Stored entries:
————

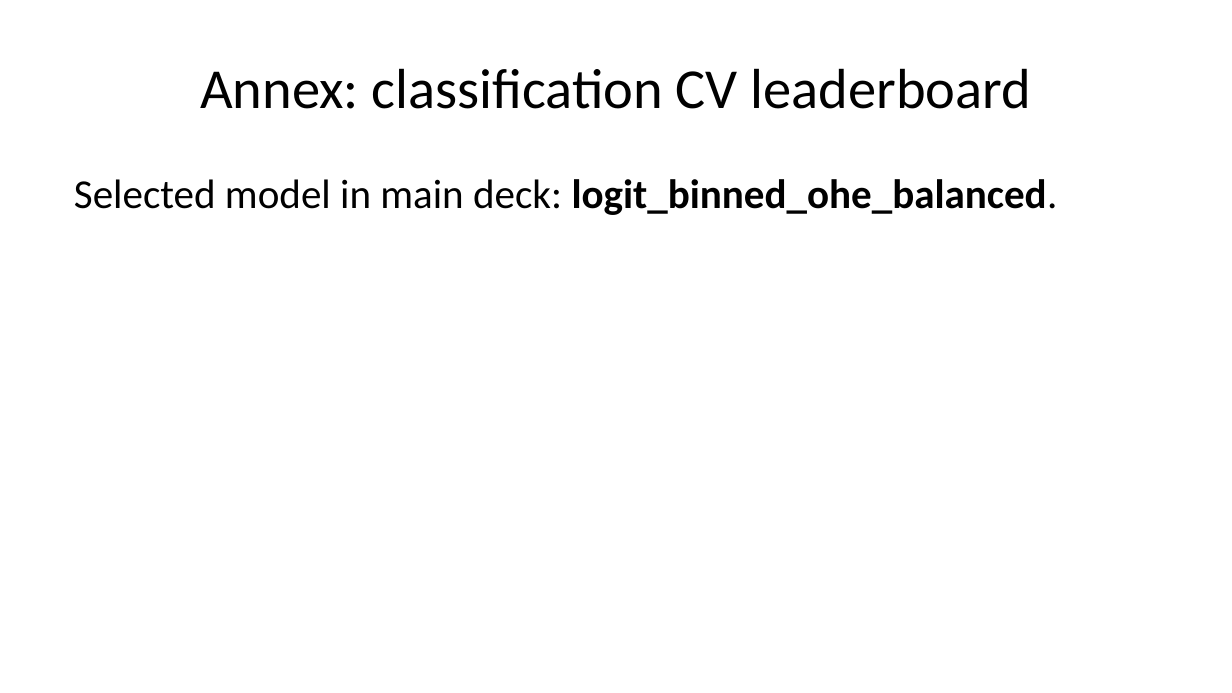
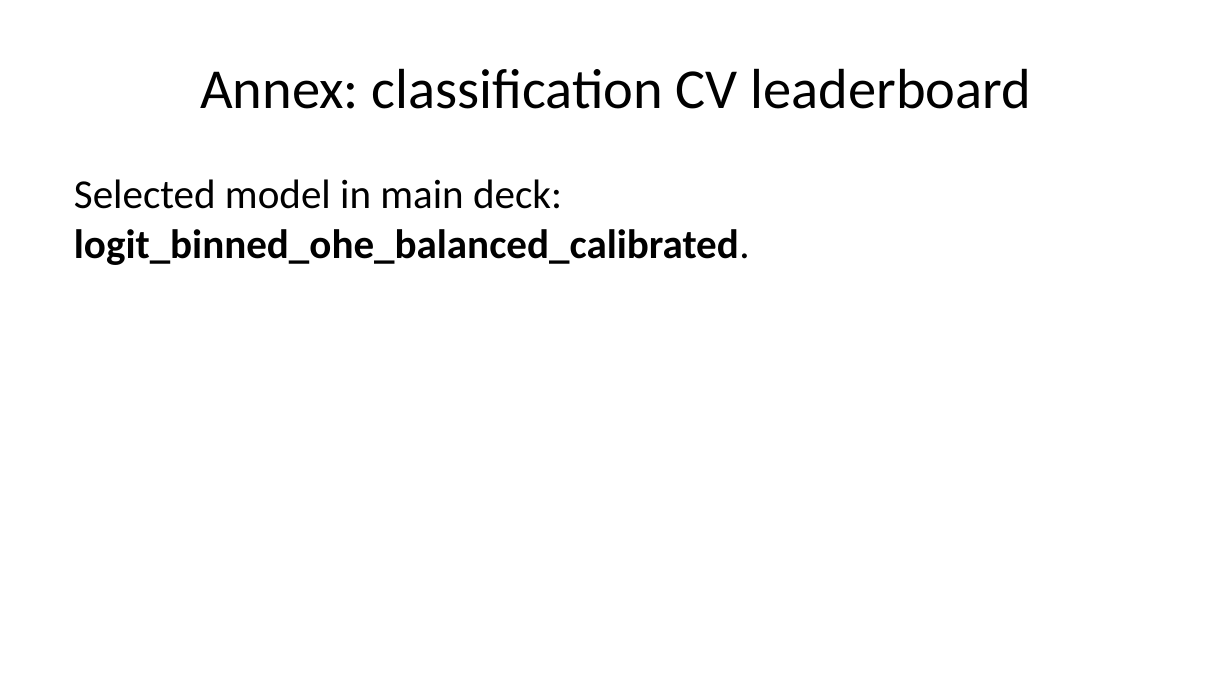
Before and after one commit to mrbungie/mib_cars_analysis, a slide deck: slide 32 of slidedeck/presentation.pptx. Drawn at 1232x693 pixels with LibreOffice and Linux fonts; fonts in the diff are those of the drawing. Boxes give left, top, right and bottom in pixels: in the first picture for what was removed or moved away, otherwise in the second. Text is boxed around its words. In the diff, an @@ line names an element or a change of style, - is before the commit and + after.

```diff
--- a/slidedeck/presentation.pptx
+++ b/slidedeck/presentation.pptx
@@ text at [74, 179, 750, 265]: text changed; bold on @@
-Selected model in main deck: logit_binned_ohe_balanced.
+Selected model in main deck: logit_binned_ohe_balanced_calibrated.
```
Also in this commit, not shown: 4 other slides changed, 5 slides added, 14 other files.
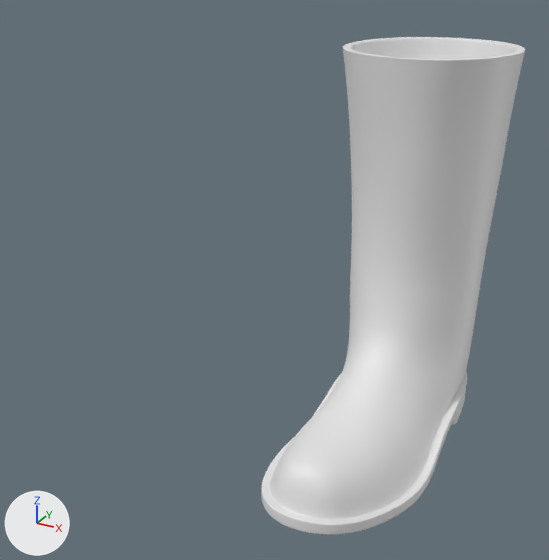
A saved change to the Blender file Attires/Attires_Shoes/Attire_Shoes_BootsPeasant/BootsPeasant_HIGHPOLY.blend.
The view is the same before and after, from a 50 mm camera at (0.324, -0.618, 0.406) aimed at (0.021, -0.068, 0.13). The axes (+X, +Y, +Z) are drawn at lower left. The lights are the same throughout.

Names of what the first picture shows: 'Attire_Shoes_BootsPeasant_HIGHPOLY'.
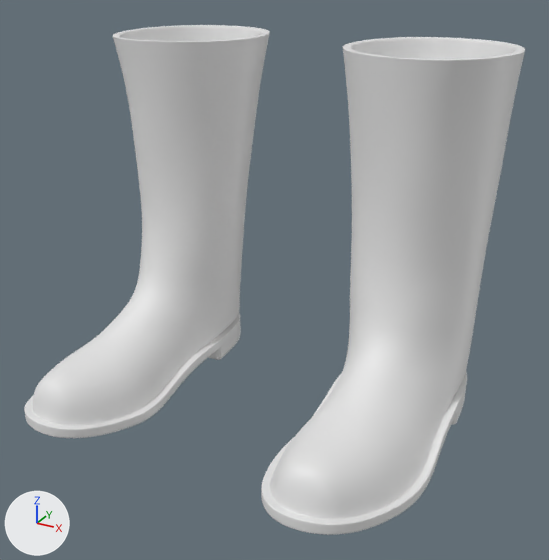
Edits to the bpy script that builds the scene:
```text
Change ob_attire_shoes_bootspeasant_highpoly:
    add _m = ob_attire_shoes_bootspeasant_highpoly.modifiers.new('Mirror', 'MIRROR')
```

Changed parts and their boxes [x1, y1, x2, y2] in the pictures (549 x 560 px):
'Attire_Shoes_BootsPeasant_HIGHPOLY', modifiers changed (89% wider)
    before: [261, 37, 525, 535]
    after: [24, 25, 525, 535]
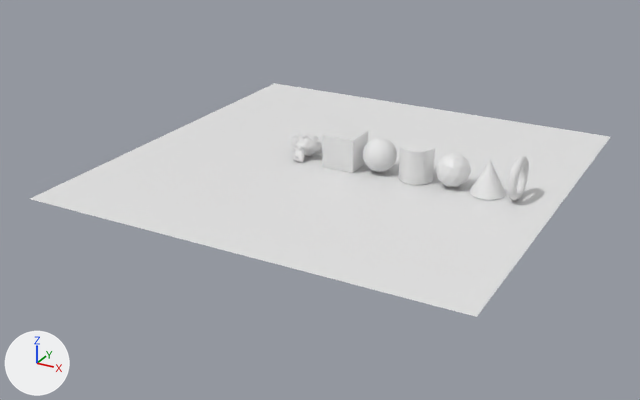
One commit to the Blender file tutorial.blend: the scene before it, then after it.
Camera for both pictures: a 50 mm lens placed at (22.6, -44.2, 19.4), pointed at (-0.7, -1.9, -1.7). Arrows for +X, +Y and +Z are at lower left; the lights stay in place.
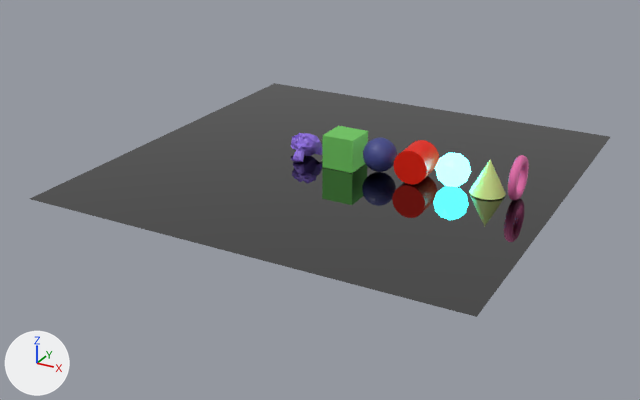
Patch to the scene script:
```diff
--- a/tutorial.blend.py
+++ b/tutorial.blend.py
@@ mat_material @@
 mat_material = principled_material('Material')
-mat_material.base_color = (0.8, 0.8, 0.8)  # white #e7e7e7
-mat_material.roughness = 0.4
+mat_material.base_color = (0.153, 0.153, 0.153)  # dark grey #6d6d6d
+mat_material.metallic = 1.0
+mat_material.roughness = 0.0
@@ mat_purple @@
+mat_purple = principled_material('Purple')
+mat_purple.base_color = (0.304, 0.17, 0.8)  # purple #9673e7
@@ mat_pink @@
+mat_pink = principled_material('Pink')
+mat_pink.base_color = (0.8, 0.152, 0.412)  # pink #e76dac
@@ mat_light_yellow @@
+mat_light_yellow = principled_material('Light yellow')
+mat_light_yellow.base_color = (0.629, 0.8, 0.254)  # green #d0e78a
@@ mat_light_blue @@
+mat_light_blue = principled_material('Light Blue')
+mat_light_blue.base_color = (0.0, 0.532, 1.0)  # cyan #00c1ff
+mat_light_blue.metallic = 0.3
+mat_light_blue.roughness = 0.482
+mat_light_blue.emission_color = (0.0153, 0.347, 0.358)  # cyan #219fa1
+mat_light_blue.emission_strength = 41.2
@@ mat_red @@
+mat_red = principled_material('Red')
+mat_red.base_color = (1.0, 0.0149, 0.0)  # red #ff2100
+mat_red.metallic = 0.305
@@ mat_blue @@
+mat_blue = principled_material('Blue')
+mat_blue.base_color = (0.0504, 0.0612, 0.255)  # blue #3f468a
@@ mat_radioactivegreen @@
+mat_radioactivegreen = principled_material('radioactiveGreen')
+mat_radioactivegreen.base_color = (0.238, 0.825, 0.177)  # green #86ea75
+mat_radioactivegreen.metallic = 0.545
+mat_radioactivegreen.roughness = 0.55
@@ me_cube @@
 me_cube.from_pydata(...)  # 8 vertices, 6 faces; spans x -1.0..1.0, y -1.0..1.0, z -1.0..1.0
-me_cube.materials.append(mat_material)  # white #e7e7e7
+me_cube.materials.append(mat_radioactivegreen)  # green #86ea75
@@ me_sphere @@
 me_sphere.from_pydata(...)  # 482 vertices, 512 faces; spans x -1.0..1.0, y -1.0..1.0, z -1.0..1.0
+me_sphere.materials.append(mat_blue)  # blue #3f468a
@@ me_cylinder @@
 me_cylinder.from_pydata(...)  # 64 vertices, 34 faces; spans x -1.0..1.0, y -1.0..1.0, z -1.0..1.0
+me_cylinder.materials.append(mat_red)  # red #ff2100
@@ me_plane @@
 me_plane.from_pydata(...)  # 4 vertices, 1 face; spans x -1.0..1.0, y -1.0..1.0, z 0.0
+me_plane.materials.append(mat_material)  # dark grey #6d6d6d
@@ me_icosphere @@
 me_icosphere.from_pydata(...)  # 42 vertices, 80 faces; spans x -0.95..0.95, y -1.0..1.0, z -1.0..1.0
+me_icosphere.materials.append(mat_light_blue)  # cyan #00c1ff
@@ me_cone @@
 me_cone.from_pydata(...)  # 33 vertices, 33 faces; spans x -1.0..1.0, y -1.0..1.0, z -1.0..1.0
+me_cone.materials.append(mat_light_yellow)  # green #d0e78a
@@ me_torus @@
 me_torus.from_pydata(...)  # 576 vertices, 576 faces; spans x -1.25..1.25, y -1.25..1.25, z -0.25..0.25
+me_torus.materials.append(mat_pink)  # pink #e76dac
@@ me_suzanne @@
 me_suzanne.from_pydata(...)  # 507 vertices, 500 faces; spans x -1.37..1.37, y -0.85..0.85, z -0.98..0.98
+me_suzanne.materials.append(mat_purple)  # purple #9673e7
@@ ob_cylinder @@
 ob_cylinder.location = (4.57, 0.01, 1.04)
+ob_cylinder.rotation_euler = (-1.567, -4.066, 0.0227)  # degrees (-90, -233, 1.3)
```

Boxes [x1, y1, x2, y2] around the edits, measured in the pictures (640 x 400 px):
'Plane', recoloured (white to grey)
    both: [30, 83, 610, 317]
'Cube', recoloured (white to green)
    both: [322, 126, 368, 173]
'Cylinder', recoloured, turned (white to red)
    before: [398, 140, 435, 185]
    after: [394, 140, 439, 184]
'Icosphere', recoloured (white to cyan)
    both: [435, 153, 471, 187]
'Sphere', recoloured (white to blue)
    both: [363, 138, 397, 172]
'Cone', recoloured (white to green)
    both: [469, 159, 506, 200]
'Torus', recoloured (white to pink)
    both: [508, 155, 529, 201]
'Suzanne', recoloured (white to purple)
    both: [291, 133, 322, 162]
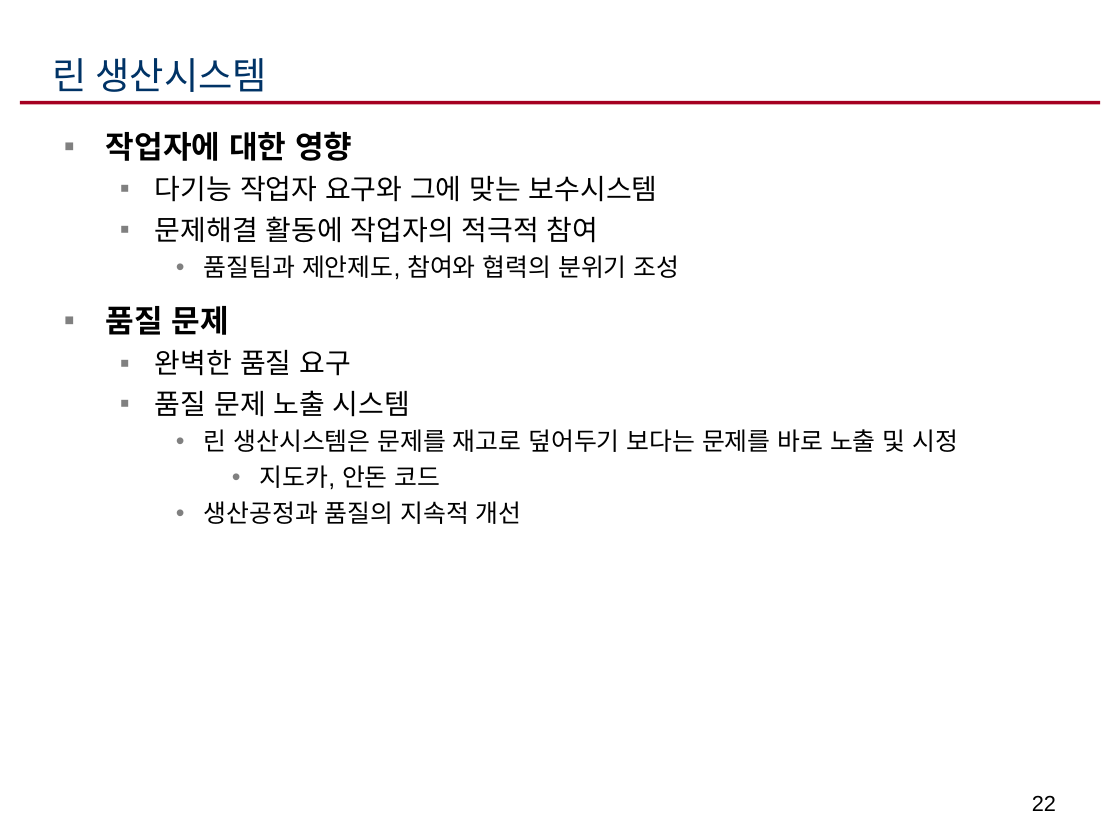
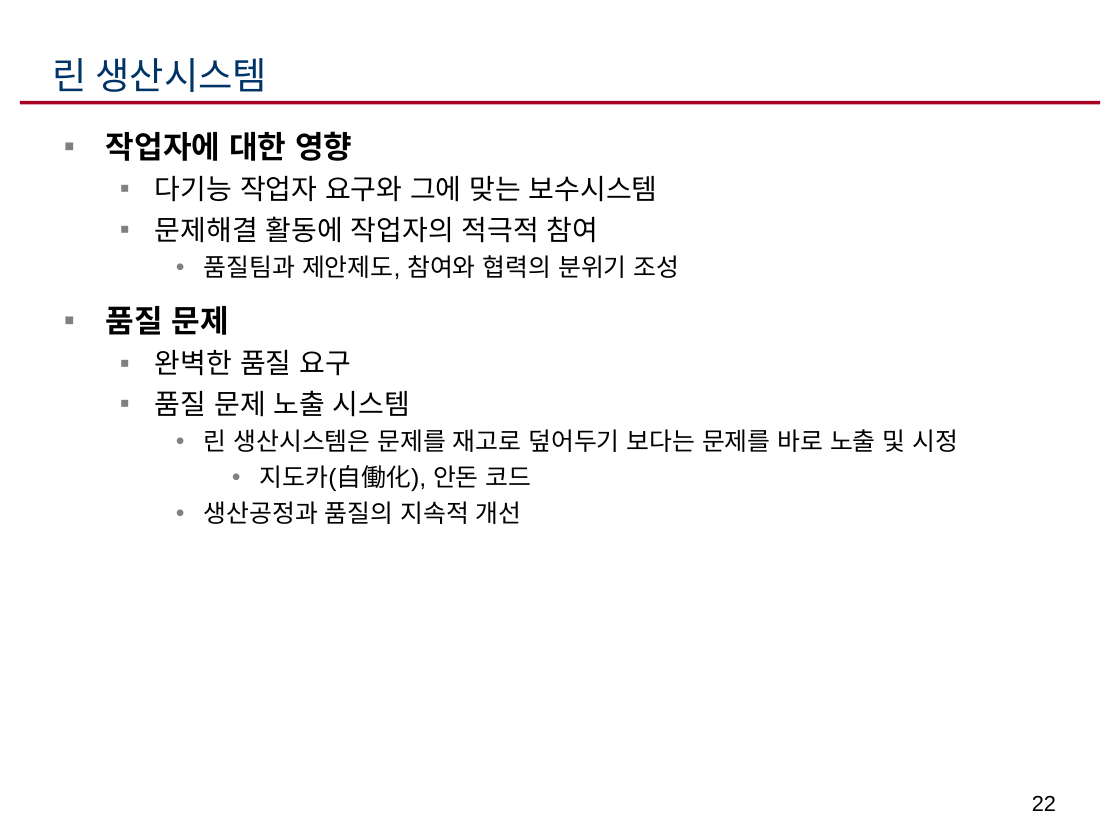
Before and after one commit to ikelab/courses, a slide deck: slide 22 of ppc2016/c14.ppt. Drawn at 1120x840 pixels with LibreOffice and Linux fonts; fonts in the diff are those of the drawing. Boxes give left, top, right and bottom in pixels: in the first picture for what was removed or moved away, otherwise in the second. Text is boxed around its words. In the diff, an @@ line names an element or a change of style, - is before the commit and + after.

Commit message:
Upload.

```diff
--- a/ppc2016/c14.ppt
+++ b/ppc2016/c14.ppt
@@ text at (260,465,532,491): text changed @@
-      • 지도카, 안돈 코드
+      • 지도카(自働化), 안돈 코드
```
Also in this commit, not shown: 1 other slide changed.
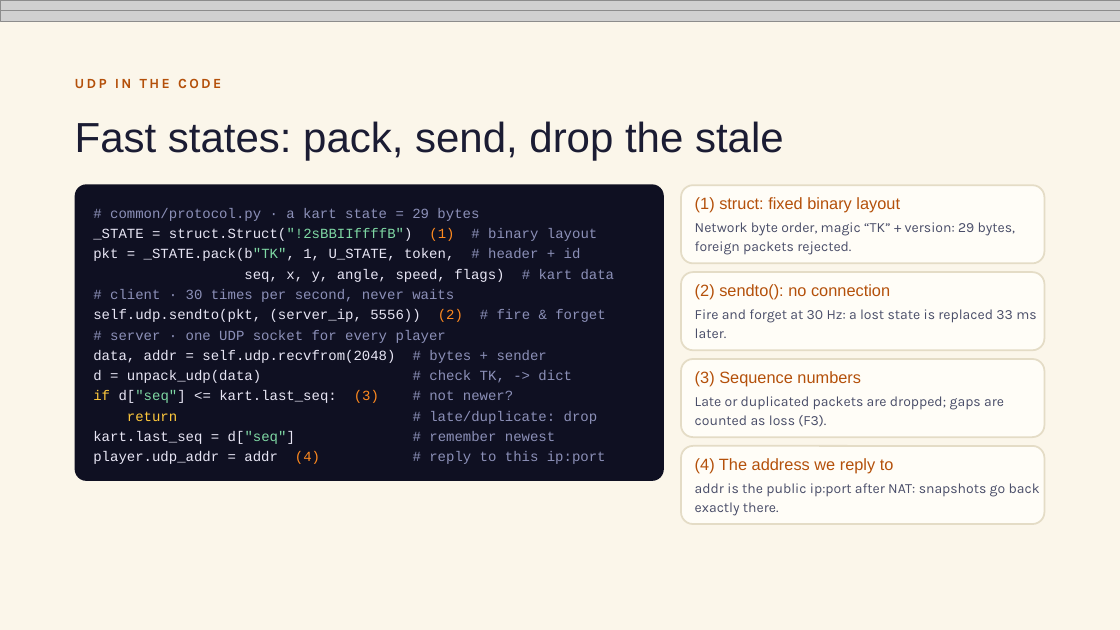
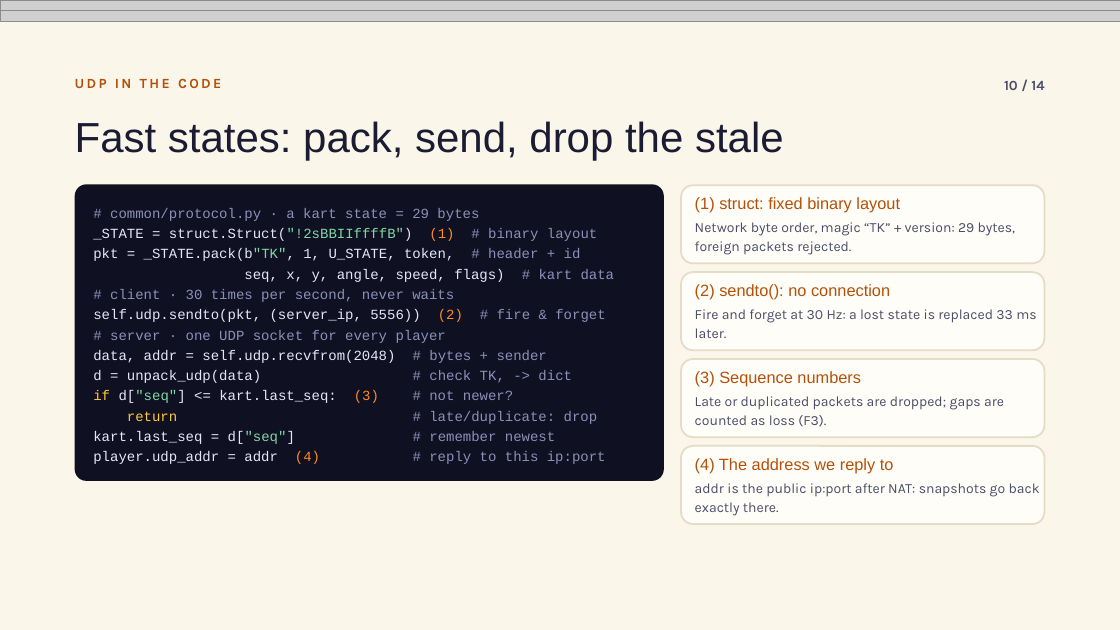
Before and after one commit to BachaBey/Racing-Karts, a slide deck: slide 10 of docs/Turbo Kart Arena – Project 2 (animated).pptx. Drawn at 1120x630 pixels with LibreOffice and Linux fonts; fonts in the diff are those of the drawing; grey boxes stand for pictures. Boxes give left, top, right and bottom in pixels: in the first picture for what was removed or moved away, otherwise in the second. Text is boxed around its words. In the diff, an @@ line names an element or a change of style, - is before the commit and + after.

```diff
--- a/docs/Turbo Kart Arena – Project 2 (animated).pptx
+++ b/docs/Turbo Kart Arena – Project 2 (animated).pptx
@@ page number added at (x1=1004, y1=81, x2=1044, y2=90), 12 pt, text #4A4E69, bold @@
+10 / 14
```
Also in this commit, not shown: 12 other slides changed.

————

§ **TASK REQUIREMENTS**
Tell how many lines in the entries above include the string "boxed", and write nothing but the number.

§ **RESPONSE FOR THIS EXERCISE**
3